Starting only this week, I'm still finding my feet in the lab where I'm working, and I'm only beginning to scratch the surface of the mountains of literature which are pertinent to my (impenetrable)PhD title:
G-protein regulation phosphoinositide 3-kinase conformation and dynamics in signal transduction, autophagy and cellular sorting.
Or to paraphrase:
Cancer.
In all seriousness though, this PhD is actually relevant to cancer. The main focus of my study are phosphoinositide 3-kinases (PI3 Kinases for short), which are pretty interesting little enzymes. Kinases are enzymes which phosphorylate - i.e. tag a phosphate group onto a target. The target of PI3 Kinases being a molecule of fat - called phosphatidylinositol - which is part of the cell membrane.
Phosphorylation is a big deal in biochemisty. It's how everything gets done. Attaching a phosphate group to an enzyme is the atomic equivalent to flicking a molecular switch (although not necessarily onto the "on" position). Phosphate groups consist only of a handful of atoms, but can radically change the workings of a entire enzyme -consisting of many thousands of atoms. These little phosphate achieve these enzymatic adjustments by altering the local electrostatic environment fairly drastically - causing a of modification to the shape and dynamics of protein, fundamentally responsible for any changes in activity. It's these very small, very negatively charged bundles of atoms which can ultimately change the fate of the cell and , by extension, the organism as a whole i.e you and me.

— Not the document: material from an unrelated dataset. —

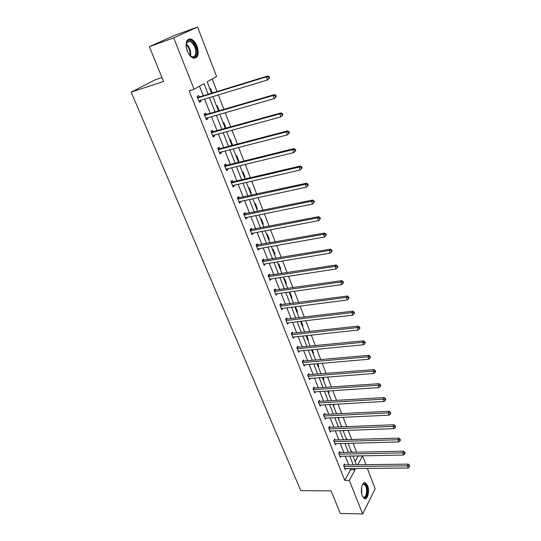 <?xml version="1.0" encoding="UTF-8"?>
<svg xmlns="http://www.w3.org/2000/svg" width="541" height="541" viewBox="0 0 541 541"><rect width="100%" height="100%" fill="white"/><g stroke="black" fill="none" stroke-linecap="round" stroke-linejoin="round"><path stroke-width="0.81" d="M362.294 495.962C359.948 490.504 362.389 480.942 365.567 482.883L367.596 485.588C369.902 490.985 367.528 500.54 364.296 498.619L362.294 495.962M187.314 50.982C184.995 42.766 186.219 38.769 190.987 38.993C193.462 39.993 195.484 42.401 197.059 46.215C199.352 54.377 198.107 58.347 193.32 58.117C190.899 57.136 188.897 54.763 187.314 50.982M161.962 77.532L155.423 79.71L131.179 92.132L300.796 490.673L331.065 490.836L340.33 513.47L362.653 513.95L349.324 480.367L355.119 469.669L354.68 468.533M131.179 92.132L163.578 81.481L149.343 46.682L173.81 35.679L197.566 27.05L216.583 76.477L207.156 81.826L211.599 93.221M355.139 461.459L358.074 455.928M356.641 452.215L353.158 443.228M351.724 439.522L348.181 430.365M346.747 426.666L343.129 417.321M341.702 413.628L338.01 404.093M336.583 400.408L332.823 390.683M331.396 387.004L327.555 377.084M326.135 373.418L322.22 363.295M320.799 359.637L316.803 349.31M315.389 345.658L311.312 335.122M309.905 331.477L305.739 320.725M304.34 317.1L300.093 306.125M298.693 302.507L294.351 291.308M292.958 287.704L288.536 276.275M287.143 272.684L282.632 261.012M281.246 257.442L276.634 245.526M275.254 241.969L270.547 229.803M269.175 226.26L264.373 213.844M263.007 210.314L258.098 197.641M256.738 194.131L251.727 181.181M250.375 177.691L245.256 164.471M243.917 161.002L238.689 147.497M237.35 144.048L232.015 130.253M230.682 126.824L225.232 112.738M223.913 109.329L218.341 94.939M217.036 91.551L212.167 78.979M358.115 456.029L362.558 455.941L365.919 464.672M367.353 468.405L375.19 488.787L362.653 513.95M149.343 46.682L173.681 37.884L197.566 27.05M340.046 452.58L339.633 451.539L338.693 453.162L340.343 457.314L340.952 456.259M330.051 427.336L329.631 426.267L328.651 427.85L330.341 432.117L331.018 431.008M319.785 401.408L319.346 400.313L318.331 401.848L320.069 406.23L320.833 405.067M309.229 374.757L308.783 373.628L307.728 375.123L309.513 379.626L310.372 378.402M298.382 347.363L297.922 346.206L296.82 347.64L298.659 352.279L299.64 350.981M287.224 319.183L286.75 317.993L285.607 319.379L287.494 324.147L288.624 322.767M275.741 290.199L275.254 288.968L274.064 290.301L276.011 295.203L277.148 293.749M263.927 260.356L263.426 259.098L262.182 260.363L264.191 265.415L265.32 263.886M251.761 229.634L251.24 228.329L249.949 229.533L252.011 234.74L253.296 233.523L253.141 233.124M239.223 197.979L238.696 196.64L237.343 197.776L239.474 203.132L240.813 201.989L240.596 201.435M226.307 165.357L225.759 163.977L224.353 165.032L226.544 170.557L227.944 169.489L227.66 168.778M212.985 131.72L212.417 130.293L210.956 131.274L213.215 136.974L214.669 135.98L214.324 135.094M199.244 97.015L198.662 95.547L197.134 96.44L199.467 102.323L200.982 101.417L200.562 100.342M208.143 94.283L203.977 83.632L194.077 89.258L189.161 90.8L344.759 480.381L350.609 469.71L350.169 468.58M348.715 464.902L345.28 456.171M343.826 452.492L340.323 443.593M338.876 439.921L335.298 430.846M333.858 427.18L330.213 417.929M328.772 414.271L325.053 404.83M323.613 401.179L319.819 391.549M318.385 387.904L314.51 378.085M313.083 374.453L309.134 364.431M307.707 360.806L303.677 350.588M302.257 346.97L298.145 336.543M296.732 332.945L292.539 322.301M291.119 318.71L286.845 307.849M285.432 304.272L281.07 293.195M279.663 289.631L275.207 278.324M273.814 274.767L269.262 263.23M267.869 259.694L263.23 247.913M261.844 244.39L257.103 232.373M255.724 228.863L250.889 216.589M249.516 213.1L244.579 200.576M243.213 197.1L238.168 184.312M236.809 180.856L231.663 167.798M230.317 164.363L225.056 151.027M223.717 147.612L218.348 133.992M217.015 130.604L211.531 116.694M210.206 113.326L204.606 99.111M203.294 95.771L199.507 86.168M206.168 114.503L205.594 113.055L204.099 113.995L206.398 119.784L207.879 118.831L207.494 117.857M219.693 148.667L219.139 147.267L217.705 148.281L219.93 153.894L221.357 152.866L221.039 152.068M232.813 181.79L232.272 180.43L230.899 181.526L233.056 186.97L234.422 185.861L234.172 185.232M245.54 213.925L245.012 212.606L243.693 213.776L245.79 219.051L247.102 217.874L246.912 217.401M257.888 245.107L257.381 243.829L256.109 245.066L258.145 250.192L259.274 248.617M269.878 275.383L269.384 274.145L268.167 275.443L270.142 280.421L271.278 278.926M281.523 304.793L281.043 303.589L279.88 304.941L281.793 309.777L282.936 308.363M292.843 333.371L292.377 332.201L291.254 333.614L293.121 338.308L294.169 336.975M303.839 361.158L303.393 360.015L302.311 361.476L304.123 366.047L305.043 364.79M314.544 388.174L314.105 387.065L313.063 388.573L314.828 393.016L315.633 391.826M324.952 414.46L324.526 413.378L323.525 414.933L323.849 414.447L389.101 411.268L388.228 412.891L389.053 415.157L324.816 418.179M325.959 418.125L325.242 419.261L323.525 414.933M335.082 440.043L334.663 438.988L333.709 440.59L335.379 444.797L336.015 443.715M344.948 464.949L344.543 463.921L343.616 465.564L345.246 469.662L345.821 468.628M344.759 480.381L349.324 480.367M194.077 89.258L173.681 37.884M357.77 464.78L362.558 455.941M212.911 96.589L218.49 110.912M219.815 114.3L225.279 128.318M226.611 131.734L231.961 145.455M233.299 148.89L238.534 162.327M239.886 165.783L245.012 178.943M246.365 182.418L251.389 195.301M252.755 198.797L257.672 211.416M259.038 214.933L263.859 227.288M265.232 230.818L269.952 242.923M271.332 246.473L275.957 258.327M277.344 261.891L281.875 273.509M283.268 277.08L287.704 288.468M289.104 292.052L293.452 303.203M294.852 306.808L299.112 317.736M300.525 321.347L304.698 332.059M306.111 335.684L310.203 346.179M311.616 349.811L315.626 360.096M317.046 363.741L320.975 373.824M322.402 377.483L326.257 387.363M327.684 391.028L331.457 400.712M332.891 404.384L336.59 413.879M338.024 417.557L341.655 426.869M343.089 430.555L346.653 439.684M348.086 443.377L351.576 452.323M353.016 456.022L356.438 464.8M353.232 464.841L349.804 456.083M348.357 452.398L344.86 443.464M343.42 439.786L339.856 430.677M338.416 426.998L334.778 417.713M333.344 414.041L329.631 404.567M328.198 400.908L324.417 391.244M322.984 387.586L319.129 377.733M317.695 374.088L313.76 364.032M312.34 360.394L308.323 350.135M306.903 346.51L302.804 336.042M301.384 332.424L297.205 321.746M295.792 318.142L291.525 307.241M290.118 303.65L285.763 292.525M284.363 288.948L279.92 277.601M278.527 274.03L273.989 262.446M272.596 258.896L267.971 247.068M266.585 243.538L261.858 231.467M260.478 227.944L255.656 215.622M254.284 212.119L249.354 199.534M247.994 196.052L242.963 183.203M241.604 179.74L236.471 166.621M235.119 163.172L229.878 149.776M228.532 146.354L223.176 132.673M221.844 129.265L216.373 115.294M215.048 111.913L209.462 97.637M351.366 451.782L351.751 451.093L352.232 452.31M346.592 439.542L346.991 438.859L347.302 439.664M341.926 426.856L342.162 426.464L342.311 426.842M343.745 430.528L343.379 431.292M338.68 417.53L338.504 418.781M333.547 404.343L333.98 405.446L333.56 406.108M328.346 390.981L328.975 392.61L328.556 393.26M323.065 377.429L323.91 379.599L323.477 380.242M317.716 363.687L318.777 366.419L318.338 367.048M312.285 349.75L313.57 353.057L313.124 353.672M306.781 335.609L308.296 339.505L307.836 340.113M300.674 321.746L301.039 321.286M301.195 321.266L302.946 325.77L302.48 326.365M295.217 307.741L295.697 307.16L297.523 311.846L297.05 312.428M289.685 293.54L290.172 292.972L292.025 297.726L291.538 298.301M284.072 279.142L284.573 278.581L286.446 283.403L285.952 283.964M278.378 264.535L278.885 263.994L280.793 268.877L280.285 269.425M272.603 249.719L273.124 249.191L275.051 254.148L274.537 254.683M266.74 234.693L267.274 234.172L269.235 239.203L268.708 239.724M260.796 219.443L261.344 218.936L263.325 224.042L262.791 224.549M254.77 203.971L255.318 203.477L257.34 208.657L256.786 209.151M248.65 188.268L249.212 187.795L251.261 193.049L250.699 193.529M242.436 172.329L243.01 171.876L245.087 177.205L244.518 177.671M236.133 156.16L236.721 155.713L238.824 161.13L238.243 161.576M229.729 139.74L230.331 139.314L232.468 144.805L231.873 145.238M223.23 123.071L223.846 122.658L225.976 128.129M216.637 106.144L217.259 105.752L219.193 110.709M209.935 88.954L210.571 88.582L212.295 93.005M350.609 469.71L355.119 469.669M199.304 101.924L200.982 101.417M206.209 119.311L207.879 118.831M213.005 136.433L214.669 135.98M219.693 153.292L221.357 152.866M231.778 144.988L232.468 144.805M226.28 169.894L227.944 169.489M238.135 161.299L238.824 161.13M232.772 186.239L234.422 185.861M244.397 177.367L245.087 177.205M239.163 202.348L240.813 201.989M250.571 193.198L251.261 193.049M245.452 218.206L247.102 217.874M256.65 208.799L257.34 208.657M251.66 233.834L253.296 233.523M262.642 224.177L263.325 224.042M257.766 249.232L259.403 248.941M268.552 239.325L269.235 239.203M263.792 264.407L265.421 264.136M274.375 254.263L275.051 254.148M269.722 279.359L271.352 279.109M280.11 268.985L280.793 268.877M275.572 294.094L277.195 293.864M285.77 283.504L286.446 283.403M281.334 308.62L282.957 308.411M291.349 297.814L292.025 297.726M296.853 311.927L297.523 311.846M302.277 325.851L302.946 325.77M307.626 339.579L308.296 339.505M312.908 353.117L313.57 353.057M318.115 366.473L318.777 366.419M323.248 379.654L323.91 379.599M328.319 392.651L328.975 392.61M333.317 405.486L333.98 405.446M338.253 418.146L338.909 418.112M343.122 430.636L343.778 430.616M269.553 77.992L269.1 76.741L268.539 77.093L268.992 78.35L269.553 77.992L267.511 79.98L198.885 100.856M268.992 78.35L267.511 79.98L266.375 76.849L267.775 75.97L198.466 97.252L197.424 97.184M197.715 97.914L266.375 76.849L268.539 77.093M269.1 76.741L267.775 75.97M276.275 96.602L275.829 95.372L275.288 95.743L275.734 96.974L276.275 96.602L274.253 98.584L205.823 118.337M275.734 96.974L274.253 98.584L273.137 95.507L274.503 94.574L205.391 114.726L204.356 114.651M204.674 115.443L273.137 95.507L275.288 95.743M275.829 95.372L274.503 94.574M282.889 114.902L282.456 113.691L281.922 114.083L282.361 115.294L282.889 114.902L280.887 116.883L212.654 135.548M282.361 115.294L280.887 116.883L279.792 113.853L281.131 112.873L212.214 131.93L211.179 131.842M211.524 132.701L279.792 113.853L281.922 114.083M282.456 113.691L281.131 112.873M186.118 46.086L186.523 42.732L187.362 41.265C190.987 36.741 198.777 48.764 196.302 54.878C194.672 58.245 192.244 58.049 189.019 54.296M190.371 55.818L191.845 56.663C193.543 57.163 194.746 56.48 195.457 54.6C196.261 48.697 194.435 44.281 189.979 41.353L187.179 42.002L186.205 44.051M186.375 47.804L188.14 52.802M194.909 58.327L197.019 55.77C198.96 50.793 194.787 40.616 190.216 39.331L188.18 39.229M362.24 485.236L363.444 483.945C366.216 483.884 367.467 486.934 367.183 493.094C366.142 497.754 364.56 498.809 362.429 496.273L362.402 496.225M362.551 496.462L363.268 497.037C364.844 497.517 365.932 496.144 366.521 492.919C366.879 488.699 366.135 485.872 364.289 484.438L363.052 484.445L362.375 485.007M364.58 498.734C366.088 498.349 367.102 496.584 367.616 493.439C368.063 488.212 367.136 484.709 364.85 482.937L364.33 482.768M289.394 132.903L288.968 131.713L288.448 132.126L288.88 133.316L289.394 132.903L287.42 134.885L219.375 152.494M288.88 133.316L287.42 134.885L286.338 131.903L287.643 130.881L218.922 148.87L217.901 148.768M218.266 149.688L286.338 131.903L288.448 132.126M288.968 131.713L287.643 130.881M295.799 150.621L295.372 149.451L294.865 149.877L295.291 151.047L295.799 150.621L293.837 152.589L225.996 169.184M295.291 151.047L293.837 152.589L292.776 149.661L294.054 148.592L225.536 165.546L224.515 165.438M224.9 166.418L292.776 149.661L294.865 149.877M295.372 149.451L294.054 148.592M302.101 168.048L301.682 166.899L301.181 167.345L301.601 168.494L302.101 168.048L300.16 170.016L232.522 185.61M301.601 168.494L300.16 170.016L299.112 167.135L300.356 166.019L232.048 181.972L231.027 181.857M231.44 182.892L299.112 167.135L301.181 167.345M301.682 166.899L300.356 166.019M308.296 185.205L307.89 184.068L307.403 184.528L307.815 185.664L308.296 185.205L306.375 187.166L238.939 201.793M307.815 185.664L306.375 187.166L305.347 184.325L306.564 183.176L237.445 198.026M237.878 199.115L305.347 184.325L307.403 184.528M307.89 184.068L306.564 183.176M314.395 202.084L313.996 200.968L313.523 201.448L313.922 202.564L314.395 202.084L312.495 204.045L245.269 217.739M313.922 202.564L312.495 204.045L311.481 201.245L312.678 200.055L243.768 213.952M244.221 215.095L311.481 201.245L313.523 201.448M313.996 200.968L312.678 200.055M250.469 230.838L317.526 217.908L318.521 220.654L251.497 233.441M249.996 229.641L318.69 216.677L317.526 217.908L319.542 218.097L319.941 219.2L320.407 218.706L320.008 217.604L319.542 218.097M320.008 217.604L318.69 216.677M318.521 220.654L319.941 219.2M256.623 246.344L323.471 234.3L324.451 237.012L257.638 248.907M256.13 245.1L324.607 233.036L323.471 234.3L325.472 234.49L325.865 235.572L326.318 235.065L325.925 233.983L325.472 234.49M325.925 233.983L324.607 233.036M324.451 237.012L325.865 235.572M262.689 261.628L329.327 250.449L330.294 253.114L263.69 264.157M262.202 260.343L330.436 249.144L329.327 250.449L331.308 250.632L331.694 251.693L332.14 251.173L331.755 250.104L331.308 250.632M331.755 250.104L330.436 249.144M330.294 253.114L331.694 251.693M268.661 276.688L335.089 266.348L336.042 268.972L269.648 279.176M268.235 275.369L336.177 265.009L335.089 266.348L337.057 266.524L337.435 267.572L337.875 267.038L337.489 265.983L337.057 266.524M337.489 265.983L336.177 265.009M336.042 268.972L337.435 267.572M274.551 291.531L340.769 282.003L341.702 284.586L275.525 293.979M274.172 290.179L341.831 280.63L340.769 282.003L342.717 282.172L343.095 283.207L343.515 282.659L343.143 281.624L342.717 282.172M343.143 281.624L341.831 280.63M341.702 284.586L343.095 283.207M280.36 306.159L346.362 297.422L347.281 299.971L281.313 308.573M280.015 304.779L347.403 296.022L346.362 297.422L348.296 297.591L348.661 298.605L349.08 298.044L348.708 297.023L348.296 297.591M348.708 297.023L347.403 296.022M347.281 299.971L348.661 298.605M286.081 320.576L351.866 312.61L352.779 315.119L287.028 322.957M285.776 319.17L352.888 311.176L351.866 312.61L353.787 312.772L354.152 313.78L354.558 313.198L354.193 312.198L353.787 312.772M354.193 312.198L352.888 311.176M352.779 315.119L354.152 313.78M291.721 334.791L357.29 327.575L358.189 330.051L292.654 337.138M291.457 333.357L358.291 326.115L357.29 327.575L359.197 327.731L359.555 328.718L359.954 328.137L359.596 327.143L359.197 327.731M359.596 327.143L358.291 326.115M358.189 330.051L359.555 328.718M297.28 348.803L362.639 342.318L363.525 344.759L298.199 351.123M297.05 347.349L363.613 340.823L362.639 342.318L364.526 342.473L364.884 343.447L365.27 342.845L364.918 341.871L364.526 342.473M364.918 341.871L363.613 340.823M363.525 344.759L364.884 343.447M302.764 362.619L367.907 356.85L368.779 359.251L303.67 364.905M302.561 361.145L368.861 355.329L367.907 356.85L369.78 356.992L370.132 357.953L370.511 357.344L370.159 356.384L369.78 356.992M370.159 356.384L368.861 355.329M368.779 359.251L370.132 357.953M308.174 376.252L373.101 371.167L373.959 373.527L309.067 378.504M307.991 374.744L374.034 369.618L373.101 371.167L374.96 371.302L375.298 372.249L375.67 371.633L375.332 370.686L374.96 371.302M375.332 370.686L374.034 369.618M373.959 373.527L375.298 372.249M313.51 389.689L378.213 385.273L379.058 387.606L314.389 391.907M313.347 388.161L379.126 383.697L378.213 385.273L380.059 385.408L380.397 386.342L380.763 385.713L380.424 384.779L380.059 385.408M380.424 384.779L379.126 383.697M379.058 387.606L380.397 386.342M318.764 402.944L383.258 399.184L384.09 401.483L319.636 405.135M318.629 401.395L384.151 397.581L383.258 399.184L385.091 399.312L385.422 400.232L385.774 399.589L385.442 398.67L385.091 399.312M385.442 398.67L384.151 397.581M384.09 401.483L385.422 400.232M323.958 416.015L388.228 412.891L390.047 413.02L390.372 413.926L390.724 413.277L390.392 412.37L390.047 413.02M390.392 412.37L389.101 411.268M389.053 415.157L390.372 413.926M329.077 428.918L393.131 426.409L393.943 428.641L329.922 431.049M328.975 427.322L393.983 424.759L393.131 426.409L394.937 426.531L395.255 427.424L395.599 426.768L395.275 425.868L394.937 426.531M395.275 425.868L393.983 424.759M393.943 428.641L395.255 427.424M334.128 441.645L397.966 439.732L398.764 441.936L334.96 443.748M334.04 440.029L398.798 438.061L397.966 439.732L399.752 439.853L400.07 440.732L400.401 440.063L400.083 439.184L399.752 439.853M400.083 439.184L398.798 438.061M398.764 441.936L400.07 440.732M339.106 454.197L402.727 452.878L403.518 455.049L339.931 456.273M339.038 452.56L403.545 451.18L402.727 452.878L404.506 452.993L404.817 453.858L405.141 453.182L404.83 452.317L404.506 452.993M404.83 452.317L403.545 451.18M403.518 455.049L404.817 453.858M344.029 466.592L407.427 465.835L408.205 467.979L344.84 468.641M343.975 464.935L408.232 464.124L407.427 465.835L409.192 465.95L409.503 466.802L409.51 465.26L409.192 465.95M409.51 465.26L408.232 464.124M408.205 467.979L409.503 466.802M197.58 97.569L198.067 97.279M197.648 97.738L198.466 97.252M204.518 115.05L204.998 114.753M204.593 115.233L205.391 114.726M211.348 132.261L211.815 131.95M211.423 132.457L212.214 131.93M186.253 43.855C189.763 47.182 191.183 51.206 190.527 55.939M190.006 55.466C190.412 51.253 189.127 47.622 186.145 44.558M361.598 487.556L361.692 493.886M361.435 492.134L361.395 489.301M218.07 149.208L218.53 148.883M218.158 149.417L218.922 148.87M224.698 165.898L225.144 165.553M224.785 166.114L225.536 165.546M231.217 182.331L231.656 181.979M231.311 182.56L232.048 181.972M237.641 198.513L238.074 198.148M237.736 198.757L238.459 198.148M243.964 214.452L244.39 214.08M244.065 214.709L244.775 214.08M250.199 230.162L250.611 229.776M250.307 230.425L250.997 229.776M256.339 245.634L256.745 245.235M256.448 245.912L257.131 245.249M262.392 260.877L262.784 260.471M262.507 261.168L263.169 260.485M268.35 275.903L268.742 275.484M268.471 276.201L269.12 275.504M274.226 290.713L274.612 290.287M274.348 291.017L274.99 290.307M280.022 305.307L280.394 304.874M280.143 305.624L280.772 304.894M285.729 319.697L286.101 319.251M285.858 320.022L286.473 319.278M291.362 333.878L291.721 333.425M291.491 334.216L292.093 333.459M296.908 347.863L297.266 347.403M297.043 348.208L297.638 347.437M302.385 361.659L302.73 361.185M302.52 362.01L303.102 361.219M307.782 375.258L308.12 374.778M307.924 375.616L308.492 374.818M313.104 388.668L313.435 388.181M313.246 389.04L313.807 388.222M318.351 401.902L318.676 401.408M318.5 402.274L319.048 401.449M323.68 415.332L324.221 414.494M328.793 428.215L329.32 427.363M333.838 440.922L334.352 440.063M338.815 453.466L339.322 452.594M343.724 465.835L344.225 464.956M187.179 42.002L187.362 41.265M186.828 42.462L189.979 41.353M362.808 484.438L363.444 483.945M363.065 484.438L364.289 484.438"/></g></svg>

A diagram of a G-protein (or more accurately a G-protein coupled receptor (GPCR).* |
G-proteins are a HUGE deal in biochemistry. More time and effort around the world goes into understanding G-proteins than many people care to imagine. Some are fairly well understood, whilst others are complete black boxes of understanding. One fairly well understood G-protein is rhodopsin, the protein responsible for all that vision you take for granted.
The general outline for this kind of signalling is the following:
signal binds to G-protein on the cell surface-> G-protein binds to PI3 Kinase inside of the cell -> activates PI3 Kinase -> PI3 Kinase phosphorylates lipid
So now you know what the G-proteins and phosphoinositide 3-kinase and singal transduction bits of the PhD title are about. As for the autophagy and cellular sorting I'm still in the dark about them.